Patrons are the “haves,” clients are the “have-nots,” and patronage is when the “haves” solve the problems for the “have-nots.” The patron provides for the client’s material needs, and the client meets the patron’s desires for social status.

Paul Hiebert explains,

“The patron, like a parent, is totally responsible for the welfare of his clients. . . . Clients in fact can ask a patron for whatever they think he may grant, but this is not considered begging—no more than Christians think they are begging when they ask God for help. Clients for their part, must be totally loyal to their patron. . . . The patron gains power and prestige within the society, and the client gains security.” (Anthropological Insights for Missionaries , 124)

The 3 Parts

Patronage is generally defined as a “reciprocal, asymmetrical relationship.” Each word in this definition denotes a crucial aspect of patronage. First, patronage is a relationship, not some legal arrangement. Patronage involves an enduring parent and child type of commitment, not a one-time financial contribution or business deal. The exchange of resources creates and cultivates an ongoing relationship. But to their own peril, Westerners mistakenly think of patron-client relationships as contractual, like a business, rather than familial.

Also, the relationship of patronage is reciprocal. There is a mutual exchange of resources. Each side in the relationship gives something, whether material (e.g., money, protection) or social (e.g., loyalty, praise). There is an expectation, perhaps even a moral obligation, that the receiver will repay the debt. Each side benefits because the other side gives, and this creates an ongoing reciprocity that deepens the relationship.

Finally, these reciprocal relationships are asymmetrical, or unequal. The patron has a higher social status than the client. They are not peers. The difference in status is an inherit aspect of the patron-client relationship. Patronage allows unequals to interact and exchange resources in a mutually beneficial manner, but without jeopardizing their social distinction.
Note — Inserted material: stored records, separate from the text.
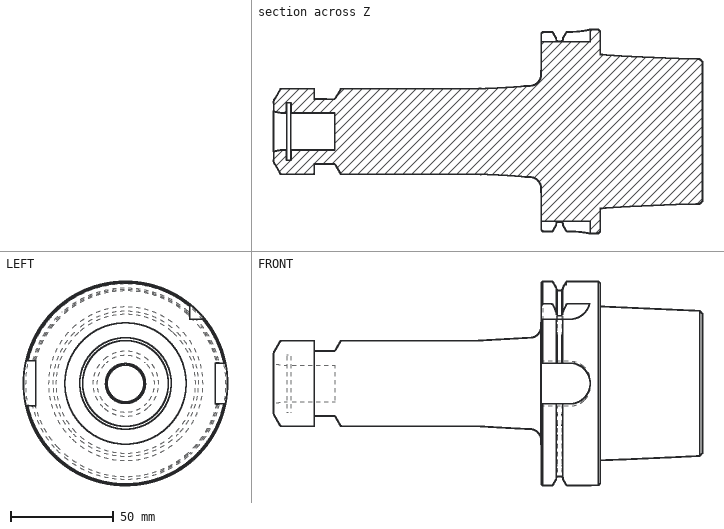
import cadquery as cq
import math


flange_diameter = 100.0
flange_width = 29.0
flange_front_chamfer = 0.8
flange_back_chamfer = 1.0
flange_front = -flange_width

groove_center = -20.0
groove_mouth_width = 6.8
groove_slot_width = 3.2
groove_depth = 4.4
groove_half_angle = 30.0
groove_rim_fillet = 0.8
groove_floor_fillet = 0.6

taper_length = 50.0
taper_large_diameter = 75.5
taper_small_diameter = 71.2
taper_end_chamfer = 1.5

nose_length = 131.0
nose_front = flange_front - nose_length
nose_diameter = 42.0
bevel_half_angle = 60.0
tip_face_diameter = 30.0
tip_face_fillet = 3.0
collar_length = 20.0
neck_diameter = 32.0
shoulder_bevel_offset = 30.1
bevel_rim_fillet = 0.7
cylinder_end = 99.8
root_diameter = 44.8
root_fillet_radius = 5.4
root_cone_end = 124.6
pad_diameter = 59.4
pad_height = 0.1

bore_mouth_diameter = 19.6
bore_diameter = 18.0
bore_mouth_cone_length = 4.0
undercut_start = 6.5
undercut_width = 2.1
undercut_diameter = 28.0
bore_depth = 30.0

slot_length = 24.0
slot_end_radius = 10.0
slot_floor = 44.0
front_slot_width = 20.0
back_slot_width = 22.0
notch_offset = 31.4


def fillet_ring(body, ring_x, radius):
    """Fillet the circular edge centred on the X axis at ring_x."""
    reach = 0.01
    near_center = cq.selectors.BoxSelector(
        (ring_x - reach, -reach, -reach),
        (ring_x + reach, reach, reach),
    )
    return body.edges(near_center).fillet(radius)


def turned_body():
    """Nose, flange and taper as one revolved outline."""
    flange_radius = flange_diameter / 2
    nose_radius = nose_diameter / 2
    root_radius = root_diameter / 2
    tip_radius = tip_face_diameter / 2
    neck_radius = neck_diameter / 2
    bevel_run_per_rise = 1 / math.tan(math.radians(bevel_half_angle))
    tip_bevel_end = nose_front + (nose_radius - tip_radius) * bevel_run_per_rise
    shoulder_bevel_start = nose_front + shoulder_bevel_offset
    shoulder_bevel_end = shoulder_bevel_start + (nose_radius - neck_radius) * bevel_run_per_rise
    taper_end_radius = taper_small_diameter / 2
    pad_front = flange_front - pad_height
    fillet_start = pad_front - root_fillet_radius
    fillet_mid_x = fillet_start + root_fillet_radius * math.sin(math.pi / 4)
    fillet_mid_r = root_radius + root_fillet_radius * (1 - math.cos(math.pi / 4))
    outline = (
        cq.Workplane("XZ")
        .moveTo(nose_front, 0)
        .lineTo(nose_front, tip_radius)
        .lineTo(tip_bevel_end, nose_radius)
        .lineTo(nose_front + collar_length, nose_radius)
        .lineTo(nose_front + collar_length, neck_radius)
        .lineTo(shoulder_bevel_start, neck_radius)
        .lineTo(shoulder_bevel_end, nose_radius)
        .lineTo(nose_front + cylinder_end, nose_radius)
        .lineTo(nose_front + root_cone_end, root_radius)
        .lineTo(fillet_start, root_radius)
        .threePointArc((fillet_mid_x, fillet_mid_r), (pad_front, root_radius + root_fillet_radius))
        .lineTo(pad_front, pad_diameter / 2)
        .lineTo(flange_front, pad_diameter / 2)
        .lineTo(flange_front, flange_radius - flange_front_chamfer)
        .lineTo(flange_front + flange_front_chamfer, flange_radius)
        .lineTo(-flange_back_chamfer, flange_radius)
        .lineTo(0, flange_radius - flange_back_chamfer)
        .lineTo(0, taper_large_diameter / 2)
        .lineTo(taper_length - taper_end_chamfer, taper_end_radius)
        .lineTo(taper_length, taper_end_radius - taper_end_chamfer)
        .lineTo(taper_length, 0)
        .close()
    )
    body = outline.revolve(360, (0, 0, 0), (1, 0, 0))
    body = fillet_ring(body, nose_front, tip_face_fillet)
    for ring_x in (tip_bevel_end, shoulder_bevel_start, shoulder_bevel_end):
        body = fillet_ring(body, ring_x, bevel_rim_fillet)
    return body


def cut_gripper_groove(body):
    """Cut the groove, with rounded rims and floor corners."""
    rim_radius = flange_diameter / 2
    floor_radius = rim_radius - groove_depth
    half_mouth = groove_mouth_width / 2
    half_slot = groove_slot_width / 2
    slot_radius = rim_radius - (half_mouth - half_slot) / math.tan(math.radians(groove_half_angle))
    cutter = (
        cq.Workplane("XZ")
        .moveTo(groove_center - half_mouth, rim_radius)
        .lineTo(groove_center - half_slot, slot_radius)
        .lineTo(groove_center - half_slot, floor_radius)
        .lineTo(groove_center + half_slot, floor_radius)
        .lineTo(groove_center + half_slot, slot_radius)
        .lineTo(groove_center + half_mouth, rim_radius)
        .close()
        .revolve(360, (0, 0, 0), (1, 0, 0))
    )
    floor_corners = cutter.edges(cq.selectors.RadiusNthSelector(0))
    grooved = body.cut(floor_corners.fillet(groove_floor_fillet))
    for rim_x in (groove_center - half_mouth, groove_center + half_mouth):
        grooved = fillet_ring(grooved, rim_x, groove_rim_fillet)
    return grooved


def slot_cutter(width, floor_y, center_z, side):
    """Round-ended slot open at the flange front, reaching outward from side * floor_y."""
    depth = flange_diameter / 2
    arc_start = slot_length - slot_end_radius
    center_y = side * (floor_y + depth / 2)
    cutter = cq.Workplane("XY").box(arc_start, depth, width, centered=(False, True, True))
    flat_end_width = width - 2 * slot_end_radius
    if flat_end_width > 0:
        cutter = cutter.union(
            cq.Workplane("XY").box(slot_length, depth, flat_end_width, centered=(False, True, True))
        )
    for corner_z in (-flat_end_width / 2, flat_end_width / 2):
        round_end = cq.Workplane("XZ").circle(slot_end_radius).extrude(depth / 2, both=True)
        cutter = cutter.union(round_end.translate((arc_start, 0, corner_z)))
    return cutter.translate((flange_front, center_y, center_z))


def cut_slots(body):
    """Two drive slots on opposite sides and the off-centre orientation notch."""
    notch_center = notch_offset + slot_end_radius
    body = body.cut(slot_cutter(front_slot_width, slot_floor, 0, -1))
    body = body.cut(slot_cutter(back_slot_width, slot_floor, 0, 1))
    return body.cut(slot_cutter(front_slot_width, notch_offset, notch_center, -1))


def cut_bore(body):
    """Tapered mouth and blind bore with a ring-shaped undercut."""
    undercut_front = nose_front + undercut_start
    undercut_back = undercut_front + undercut_width
    bore_radius = bore_diameter / 2
    undercut_radius = undercut_diameter / 2
    bore_end = nose_front + bore_depth
    cutter = (
        cq.Workplane("XZ")
        .moveTo(nose_front, 0)
        .lineTo(nose_front, bore_mouth_diameter / 2)
        .lineTo(nose_front + bore_mouth_cone_length, bore_radius)
        .lineTo(undercut_front, bore_radius)
        .lineTo(undercut_front, undercut_radius)
        .lineTo(undercut_back, undercut_radius)
        .lineTo(undercut_back, bore_radius)
        .lineTo(bore_end, bore_radius)
        .lineTo(bore_end, 0)
        .close()
        .revolve(360, (0, 0, 0), (1, 0, 0))
    )
    return body.cut(cutter)


result = cut_bore(cut_slots(cut_gripper_groove(turned_body())))

These are the core features of patronage: relationship, reciprocity, and asymmetry.

Does this picture of relationships describe the culture you live in? Where do you see these dynamics appear in the Bible?
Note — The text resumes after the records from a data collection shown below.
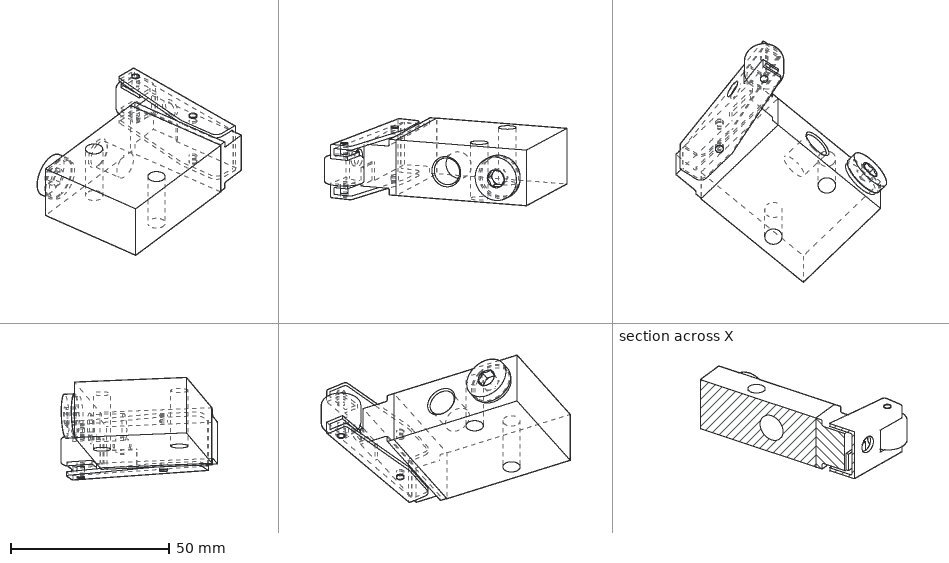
import cadquery as cq
import math


HOUSING_LENGTH = 36.0
HOUSING_DEPTH = 44.05
THICKNESS = 18.0
BOLT_HOLE_DIAMETER = 5.5
BOLT_HOLE_XS = (5.5, 30.4)
BOLT_HOLE_Y = 18.05
PORT_DIAMETER = 8.6
PORT_MOUTH_DIAMETER = 9.75
PORT_DEPTH = 10.95
PORT_Y = 27.1

CAP_Y = 8.6
CAP_DIAMETER = 14.0
CAP_NECK_DIAMETER = 13.0
CAP_PROJECTION = 4.6
CAP_NECK_LENGTH = 1.35
SOCKET_FLATS = 5.0
SOCKET_CORNERS = SOCKET_FLATS / math.cos(math.radians(30))
SOCKET_DEPTH = 3.2
SOCKET_CONE_DEPTH = 1.4

HEAD_LENGTH = 35.8
SHOULDER_Y = 46.45
HEAD_TOP_Y = 55.0
NOSE_THICKNESS = 13.6
SHOULDER_EDGE_RADIUS = 0.25
NOSE_ROOT_RADIUS = 0.5
LUG_LENGTH = 9.7
LUG_TOP_Y = 55.9
LUG_TOP_Z = -0.85
PIVOT_X = 18.95
PIVOT_Y = 51.8
PIVOT_DIAMETER = 2.5

LEVER_TILT = 7.2
LEVER_WIDTH = 17.3
SHEET = 1.2
LEVER_LEFT = -32.0
LEVER_RIGHT = 13.1
LEVER_BACK = 5.95
WEB_INSIDE = LEVER_BACK - SHEET
FRONT_LEFT = -1.5
KNEE_X = -0.95
KNEE_Y = -4.25
BEND_RADIUS = 0.5
INNER_BEND_RADIUS = 0.3
LEFT_CORNER_RADIUS = 0.95
RIGHT_CORNER_RADIUS = 2.6
TAB_RIGHT = -23.75
TAB_FRONT = -0.1
WEB_SLOT_RIGHT = -21.6
WEB_HOLE_X = -15.5
WEB_HOLE_Z = 1.35
WEB_HOLE_DIAMETER = 5.5

ROLLER_X = -28.45
ROLLER_Y = 2.9
ROLLER_DIAMETER = 12.5
ROLLER_WIDTH = 8.0
ROLLER_EDGE_RADIUS = 0.5
ROLLER_PIN_DIAMETER = 2.4
ROLLER_PIN_RECESS = 0.25


def block(x_range, y_range, z_range):
    """Box between the given limits."""
    size = [high - low for low, high in (x_range, y_range, z_range)]
    corner = (x_range[0], y_range[0], z_range[0])
    return cq.Workplane("XY").box(*size, centered=False).translate(corner)


def upright(x, y, diameter, height):
    """Cylinder along Z, centred on the mid plane."""
    return cq.Workplane("XY", origin=(x, y, -height / 2)).circle(diameter / 2).extrude(height)


def revolve_along_x(y, profile):
    """Solid of revolution about the X-parallel axis at y, from (x, radius) points."""
    return cq.Workplane("XY").polyline(profile).close().revolve(360, (0, 0), (1, 0)).translate((0, y, 0))


def across(width):
    """Z limits of a width centred on the mid plane."""
    return (-width / 2, width / 2)


def place_on_pivot(shape):
    """Move a shape from the lever frame to its place on the tilted lever."""
    return shape.rotate((0, 0, 0), (0, 0, 1), -LEVER_TILT).translate((PIVOT_X, PIVOT_Y, 0))


def make_port():
    mouth, bore = PORT_MOUTH_DIAMETER / 2, PORT_DIAMETER / 2
    profile = [(0, 0), (0, mouth), (mouth - bore, bore), (PORT_DEPTH, bore), (PORT_DEPTH, 0)]
    return revolve_along_x(PORT_Y, profile)


def make_cap():
    rim, neck = CAP_DIAMETER / 2, CAP_NECK_DIAMETER / 2
    step = -CAP_NECK_LENGTH
    profile = [(-CAP_PROJECTION, 0), (-CAP_PROJECTION, rim), (step, rim), (step, neck), (0, neck), (0, 0)]
    return revolve_along_x(CAP_Y, profile)


def make_socket():
    """Hexagon with a countersunk mouth and a conical bottom."""
    mouth, flat = SOCKET_CORNERS / 2, SOCKET_FLATS / 2
    face = -CAP_PROJECTION
    bottom = face + SOCKET_DEPTH
    hexagon = (
        cq.Workplane("YZ", origin=(face, CAP_Y, 0))
        .polygon(6, SOCKET_CORNERS)
        .extrude(SOCKET_DEPTH)
    )
    countersink = revolve_along_x(CAP_Y, [(face, 0), (face, mouth), (face + mouth, 0)])
    cone = revolve_along_x(CAP_Y, [(bottom, 0), (bottom, flat), (bottom + SOCKET_CONE_DEPTH, 0)])
    return hexagon.union(countersink).union(cone)


def make_housing():
    housing = block((0, HOUSING_LENGTH), (0, HOUSING_DEPTH), across(THICKNESS))
    for x in BOLT_HOLE_XS:
        housing = housing.cut(upright(x, BOLT_HOLE_Y, BOLT_HOLE_DIAMETER, THICKNESS))
    return housing.cut(make_port()).union(make_cap()).cut(make_socket())


def make_head():
    """Shouldered head with a lug, carrying the pivot of the lever."""
    base = block((0, HEAD_LENGTH), (HOUSING_DEPTH, SHOULDER_Y), across(THICKNESS))
    nose = block((0, HEAD_LENGTH), (SHOULDER_Y, HEAD_TOP_Y), across(NOSE_THICKNESS))
    head = base.union(nose)
    for side in (-1, 1):
        root = cq.NearestToPointSelector((HEAD_LENGTH / 2, SHOULDER_Y, side * NOSE_THICKNESS / 2))
        head = head.edges(root).fillet(NOSE_ROOT_RADIUS)
        edge = cq.NearestToPointSelector((HEAD_LENGTH / 2, SHOULDER_Y, side * THICKNESS / 2))
        head = head.edges(edge).fillet(SHOULDER_EDGE_RADIUS)
    lug = block((0, LUG_LENGTH), (SHOULDER_Y, LUG_TOP_Y), (-NOSE_THICKNESS / 2, LUG_TOP_Z))
    relief = block((0, LEVER_RIGHT), (WEB_INSIDE, LEVER_BACK), across(THICKNESS))
    pivot = upright(PIVOT_X, PIVOT_Y, PIVOT_DIAMETER, THICKNESS)
    return head.union(lug).cut(place_on_pivot(relief)).union(pivot)


def make_lever_blank():
    """Solid with the tilted outline and the rounded corners of the lever."""
    front_right = KNEE_Y + (LEVER_RIGHT - KNEE_X) * math.tan(math.radians(LEVER_TILT))
    outline = [
        (LEVER_LEFT, LEVER_BACK),
        (LEVER_LEFT, FRONT_LEFT),
        (KNEE_X, KNEE_Y),
        (LEVER_RIGHT, front_right),
        (LEVER_RIGHT, LEVER_BACK),
    ]
    bottom_plane = cq.Workplane("XY", origin=(0, 0, -LEVER_WIDTH / 2))
    blank = bottom_plane.polyline(outline).close().extrude(LEVER_WIDTH)
    left_corner = cq.NearestToPointSelector((LEVER_LEFT, FRONT_LEFT, 0))
    blank = blank.edges(left_corner).fillet(LEFT_CORNER_RADIUS)
    right_corner = cq.NearestToPointSelector((LEVER_RIGHT, front_right, 0))
    blank = blank.edges(right_corner).fillet(RIGHT_CORNER_RADIUS)
    return blank.faces(">Y").edges("|X").fillet(BEND_RADIUS)


def round_inner_bends(lever):
    """Round the corners where the flanges and the tabs meet the web."""
    flange_bend = ((LEVER_LEFT + LEVER_RIGHT) / 2, LEVER_WIDTH / 2 - SHEET)
    tab_bend = ((LEVER_LEFT + TAB_RIGHT) / 2, ROLLER_WIDTH / 2 + SHEET)
    for side in (-1, 1):
        for x, z in (tab_bend, flange_bend):
            bend = cq.NearestToPointSelector((x, WEB_INSIDE, side * z))
            lever = lever.edges(bend).fillet(INNER_BEND_RADIUS)
    return lever


def make_lever():
    """Tilted channel with two tabs folded in beside the roller."""
    channel = block((LEVER_LEFT, LEVER_RIGHT), (KNEE_Y, WEB_INSIDE), across(LEVER_WIDTH - 2 * SHEET))
    tabs = block((LEVER_LEFT, TAB_RIGHT), (TAB_FRONT, LEVER_BACK), across(ROLLER_WIDTH + 2 * SHEET))
    roller_slot = block((LEVER_LEFT, WEB_SLOT_RIGHT), (KNEE_Y, LEVER_BACK), across(ROLLER_WIDTH))
    web_hole = (
        cq.Workplane("XZ", origin=(WEB_HOLE_X, LEVER_BACK, WEB_HOLE_Z))
        .circle(WEB_HOLE_DIAMETER / 2)
        .extrude(SHEET)
    )
    lever = make_lever_blank().cut(channel).union(tabs)
    lever = round_inner_bends(lever).cut(roller_slot).cut(web_hole)
    lever = lever.cut(upright(0, 0, PIVOT_DIAMETER, LEVER_WIDTH))
    lever = lever.cut(upright(ROLLER_X, ROLLER_Y, ROLLER_PIN_DIAMETER, LEVER_WIDTH))
    return place_on_pivot(lever)


def make_roller():
    """Roller in one piece with its pin, which ends just below the faces of the lever."""
    roller = upright(ROLLER_X, ROLLER_Y, ROLLER_DIAMETER, ROLLER_WIDTH)
    roller = roller.edges().fillet(ROLLER_EDGE_RADIUS)
    pin = upright(ROLLER_X, ROLLER_Y, ROLLER_PIN_DIAMETER, LEVER_WIDTH - 2 * ROLLER_PIN_RECESS)
    return place_on_pivot(roller.union(pin))


housing = make_housing()
head = make_head()
lever = make_lever()
roller = make_roller()

bodies = (housing, head, lever, roller)
result = cq.Compound.makeCompound([body.solids().val() for body in bodies])

For more resources about patronage, visit https://honorshame.com/patronage/.

resources for Majority World ministry

1 Comment on “What is “Patronage”? A Definition

  1. No, I definitely don’t live in a patronage cultivating society. My grandparents and their peers have experienced living in such culture, but patronage has completely turned into a contractual relationship in the past 50 years or so. (Btw, I live in Central Europe.)
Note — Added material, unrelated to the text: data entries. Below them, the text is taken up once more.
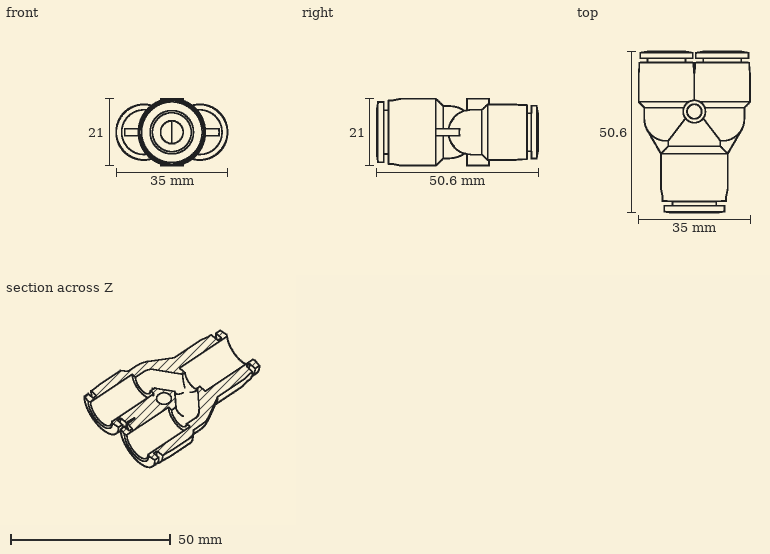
import cadquery as cq
import math


overall_length = 50.65
overall_width = 35.0
body_height = 21.0

large_body_radius = body_height / 2
large_cap_radius = 10.0
large_ring_radius = 9.5
large_groove_radius = 6.9
large_mouth_radius = 6.8
large_lip_radius = 6.4
large_bore_radius = 6.1
large_neck_radius = 8.25
large_ring_end = 2.3
large_cap_start = 3.75
large_cap_end = 5.1
large_taper_end = 7.5
large_body_end = 18.6
large_neck_start = 20.9
large_neck_end = 22.8
large_bore_depth = 20.0

branch_overlap = 0.02
branch_body_radius = overall_width / 4 + branch_overlap / 2
branch_offset = overall_width / 2 - branch_body_radius
branch_cap_radius = 8.55
branch_ring_radius = 8.3
branch_groove_radius = 6.0
branch_mouth_radius = 5.8
branch_lip_radius = 5.4
branch_bore_radius = 5.1
branch_neck_radius = 7.0
branch_ring_end = 2.15
branch_cap_start = 3.5
branch_cap_end = 4.75
branch_taper_end = 7.3
branch_body_end = 15.85
branch_neck_start = 17.6
branch_neck_end = 21.15
branch_bore_depth = 17.6

ring_face_rise = 0.45
cap_face_rise = 0.15
mouth_chamfer = 0.2

channel_radius = 3.55
lug_radius = 3.5
lug_hole_radius = 2.25
lug_y = 31.8
web_thickness = 2.1

hub_center = (0, large_neck_end)
branch_center = (branch_offset, overall_length - branch_neck_end)


def revolve_y(outline):
    """Revolve an open (radius, distance) outline, closed along the Y axis, about that axis."""
    return outline.close().revolve(360, (0, 0, 0), (0, 1, 0))


def port_body(ring, groove, mouth, cap, body, neck, ring_end, cap_start, cap_end, taper_end,
              body_end, neck_start, neck_end):
    """Solid port with its mouth at Y = 0: release ring, groove, tapered cap, body and round neck."""
    outline = [
        (0, 0),
        (mouth, 0),
        (ring, ring_face_rise),
        (ring, ring_end),
        (groove, ring_end),
        (groove, cap_start - cap_face_rise),
        (cap, cap_start),
        (cap, cap_end),
        (body, taper_end),
        (body, body_end),
        (neck, neck_start),
        (neck, neck_end),
    ]
    dome_middle = (neck * math.sqrt(0.5), neck_end + neck * math.sqrt(0.5))
    dome_tip = (0, neck_end + neck)
    return revolve_y(cq.Workplane("XY").polyline(outline).threePointArc(dome_middle, dome_tip))


def port_bore(mouth, lip, bore, depth, channel_end):
    """Tube socket with a two-step lead-in, continued by a narrower channel."""
    outline = [
        (0, 0),
        (mouth, 0),
        (lip, mouth_chamfer),
        (bore, 2 * mouth_chamfer),
        (bore, depth),
        (channel_radius, depth),
        (channel_radius, channel_end),
        (0, channel_end),
    ]
    return revolve_y(cq.Workplane("XY").polyline(outline))


def to_branches(port):
    """Turn a port made at the origin to face +Y and copy it to both branches."""
    turned = port.rotate((0, 0, 0), (0, 0, 1), 180).translate((branch_offset, overall_length, 0))
    return both_sides(turned)


def both_sides(shape):
    """Join a shape with its mirror image across X = 0."""
    return shape.union(shape.mirror("YZ"))


def cross_channel():
    """Slanted channel from the large port to one branch, with a rounded elbow at the branch."""
    run_x = branch_center[0] - hub_center[0]
    run_y = branch_center[1] - hub_center[1]
    plane = cq.Plane(origin=(*hub_center, 0), xDir=(0, 0, 1), normal=(run_x, run_y, 0))
    channel = cq.Workplane(plane).circle(channel_radius).extrude(math.hypot(run_x, run_y))
    elbow = cq.Workplane("XY").sphere(channel_radius).translate((*branch_center, 0))
    return channel.union(elbow)


def side_web():
    """Flat web from the shoulder of the large body, tangent to the branch dome."""
    shoulder = (large_body_radius, large_body_end)
    to_shoulder_x = shoulder[0] - branch_center[0]
    to_shoulder_y = shoulder[1] - branch_center[1]
    distance = math.hypot(to_shoulder_x, to_shoulder_y)
    tangent_angle = math.atan2(to_shoulder_y, to_shoulder_x) + math.acos(branch_neck_radius / distance)
    tangent_point = (
        branch_center[0] + branch_neck_radius * math.cos(tangent_angle),
        branch_center[1] + branch_neck_radius * math.sin(tangent_angle),
    )
    inner_corner = (large_bore_radius, large_body_end)
    outline = [inner_corner, shoulder, tangent_point, branch_center, hub_center]
    return cq.Workplane("XY").polyline(outline).close().extrude(web_thickness / 2, both=True)


def lug_cylinder(radius):
    """Vertical cylinder over the full height of the part, on the axis of the mounting lug."""
    return cq.Workplane("XY").center(0, lug_y).circle(radius).extrude(body_height / 2, both=True)


large_body = port_body(
    large_ring_radius, large_groove_radius, large_mouth_radius, large_cap_radius, large_body_radius,
    large_neck_radius, large_ring_end, large_cap_start, large_cap_end, large_taper_end,
    large_body_end, large_neck_start, large_neck_end)
branch_body = port_body(
    branch_ring_radius, branch_groove_radius, branch_mouth_radius, branch_cap_radius, branch_body_radius,
    branch_neck_radius, branch_ring_end, branch_cap_start, branch_cap_end, branch_taper_end,
    branch_body_end, branch_neck_start, branch_neck_end)
large_bore = port_bore(
    large_mouth_radius, large_lip_radius, large_bore_radius, large_bore_depth, large_neck_end)
branch_bore = port_bore(
    branch_mouth_radius, branch_lip_radius, branch_bore_radius, branch_bore_depth, branch_neck_end)

result = (
    large_body
    .union(to_branches(branch_body))
    .union(both_sides(side_web()))
    .union(lug_cylinder(lug_radius))
    .cut(large_bore)
    .cut(to_branches(branch_bore))
    .cut(both_sides(cross_channel()))
    .cut(lug_cylinder(lug_hole_radius))
)

    I have had the privilege to experience patronage relationships while living in Nigeria. Very much so. When both parties are honestly giving themselves to it, it is the best thing, but when they don’t, it can be pretty harmful and disastrous. The majority seems to abuse their patron status.
    But isn’t it the same among us?

    When I think of Biblical examples, I think of Abraham and Lot, Boaz and Ruth,… But I believe patronage is portrayed in the Bible first and foremost in the relationship Christ has with the church. He is the perfect patron, in Him we can truly see what a good patron is like, loving, caring, always looking out for the client’s interest. Plus, He’s also the perfect client, no one has ever been as loyal, faithful and submissive as Jesus to the Father, representing the Father in the most respectful way, putting Him in the best possible light in front of men =)

    This might sound crazy, but in my opinion, this idea of patronage is seen most clearly today in polygamy. I do not support polygamy in any way, but the idea in polygamous marriages is exaclty that: the husband (patron) would take equally good care of each wife (client) and they in turn bear him children, show him respect at home and in the community, etc.